I'll now show that a scheme that allows you to test for equality is trivially insecure against passive eavesdropping adversaries.

Suppose we're in the usual multiple-message eavesdropper game, that is our challenge messages actually are allowed to consist of multiple messages and we get the pair of individual encryptions as our challenge ciphertexts and are not allowed to ask the oracle for encryptions or decryptions.

  1. Select $m_0=(m, m)$ and $m_1=(m, m')$ where $m\neq m'$.
  2. Receive $c_b=(c,c')$ with $b\in\{0,1\}$ being chosen uniformly at random.
  3. Use your special functionality "$=$" to evaluate $c=c'$. If it is true, return $b=0$ and if it is not return $b=1$.
    Note that this special functionality may involve choosing a key for the cryptosystem yourself and encrypting $m$ and $m'$ under that key you know and which is unrelated to the key used for $c,c'$.

Obviously, this strategy works with the same probability with which you can detect duplicates, which is $1$ which is non-negligible and as such this scheme cannot be secure against eavesdroppers who can observe multiple messages and make this equality test.

Note that Paillier-Encryption is IND-CPA secure, meaning it is secure in the above scenario even when you'd be given a way to encrypt messages and as such Paillier-Encryption cannot possibly allow for passive equality tests without being given the decryption key.

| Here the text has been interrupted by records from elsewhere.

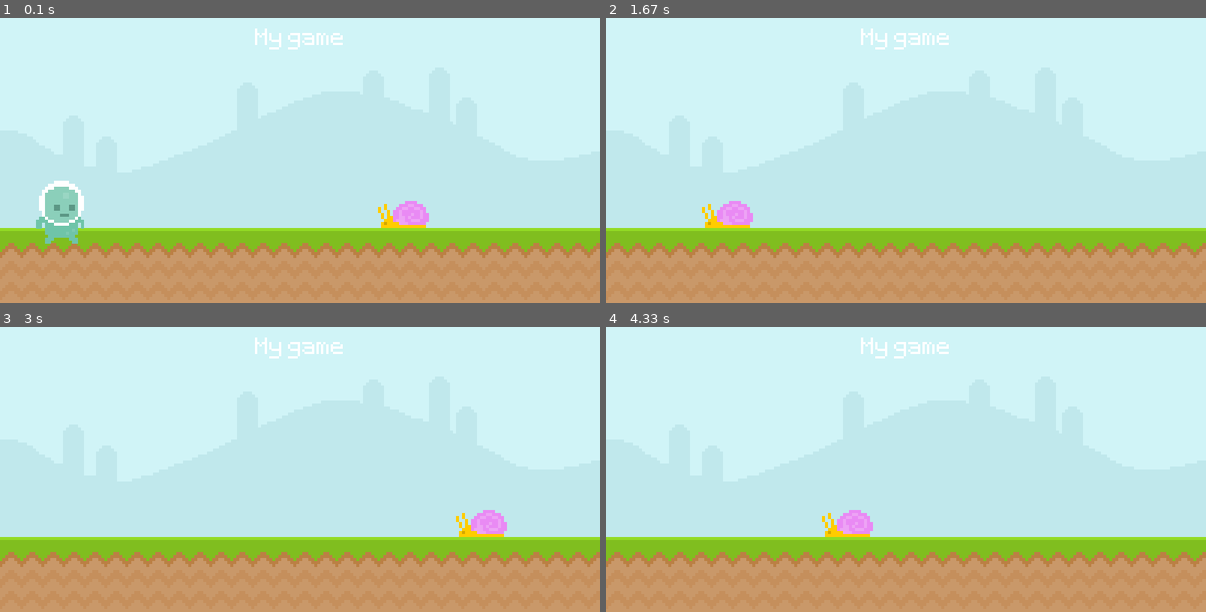
Above: before the commit, frames 1-4 (two rows, left to right).
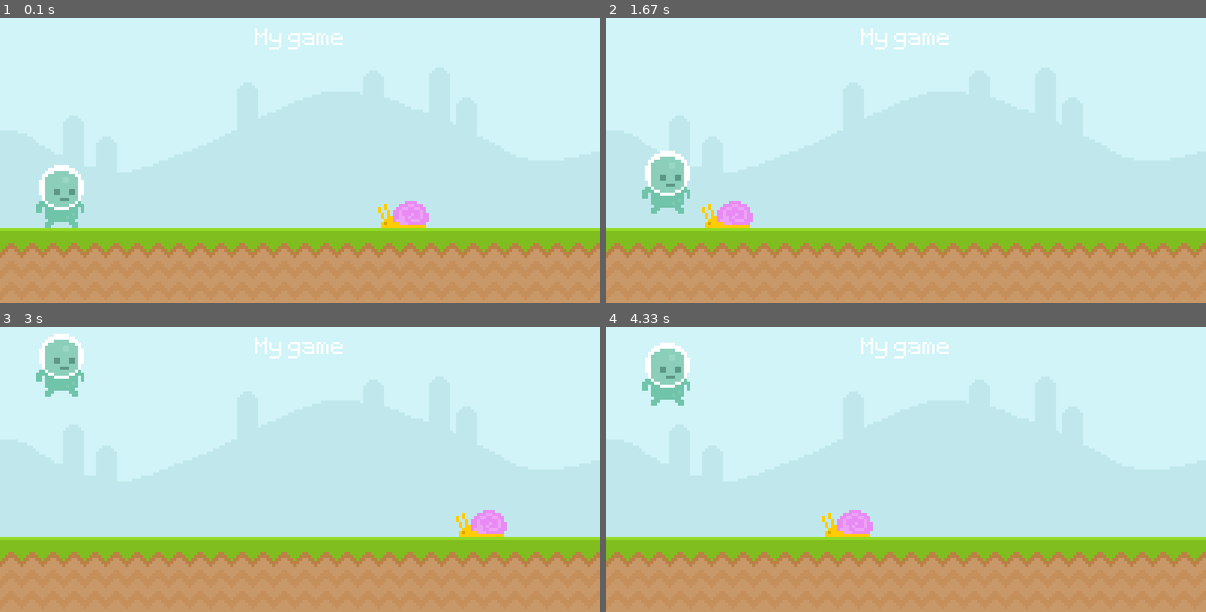
Above: after the commit, the same moments.

Repository: IvanNakov10/Pygame
Game: pygame game, started from pygame.py
Same seed, same stepped clock (60 frames per second), same inputs: the game is played once before the commit and once after it.
Inputs:
- Up to frame 1 (0.1 s): no input
- Up to frame 2 (1.67 s): tap Space at 0.33, 0.73, 1.03, 1.23, 1.57 s
- Up to frame 3 (3 s): tap Space at 1.87, 2.07, 2.37, 2.63, 2.97 s
- Up to frame 4 (4.33 s): tap Space at 3.27, 3.4, 3.8, 4.1 s

The runs differ from the first frame. In frame 1, 1.4% of the frame differs, in the area x 6-14%, y 51-80%; in frame 2, 1.3%; in frame 3, 1.3%; in frame 4, 1.3%.

Commit message:
gravity fix

Diff:
--- a/pygame.py
+++ b/pygame.py
@@ -26,8 +26,8 @@
         if event.type == pygame.QUIT:
             pygame.quit()
             exit()
-    if event.type == pygame.KEYDOWN:
-        if event.type == pygame.K_SPACE:
+    keys = pygame.key.get_pressed()
+    if keys[pygame.K_SPACE] and player_rect.bottom >= 300:
             player_grav = -20
     Screen.blit(surface,(0,0))
     Screen.blit(ground,(0,300))
@@ -39,10 +39,10 @@
 
     player_grav += 1
     player_rect.y += player_grav
+    if player_rect.bottom >= 300:
+        player_rect.bottom = 300
     Screen.blit(player, player_rect)
 
-    # keys = pygame.key.get_pressed()
-    # keys[pygame.K_SPACE]:
 
 
     pygame.display.update()

The best technical solution I could offer for your problem is to let each party encrypt the hash of the contents for the storage provider and then let the provider make the deduplication based on these hashes which only he can read. But this bears the problem that the users can of course lie about the hash because you have no way of verifying it. Alternatively you could run Socialist-Millionaires-Protocols between all pairs of files (well their owners should) and you use the reported results (if they agree) for deduplication which again relies on the honesty of the users.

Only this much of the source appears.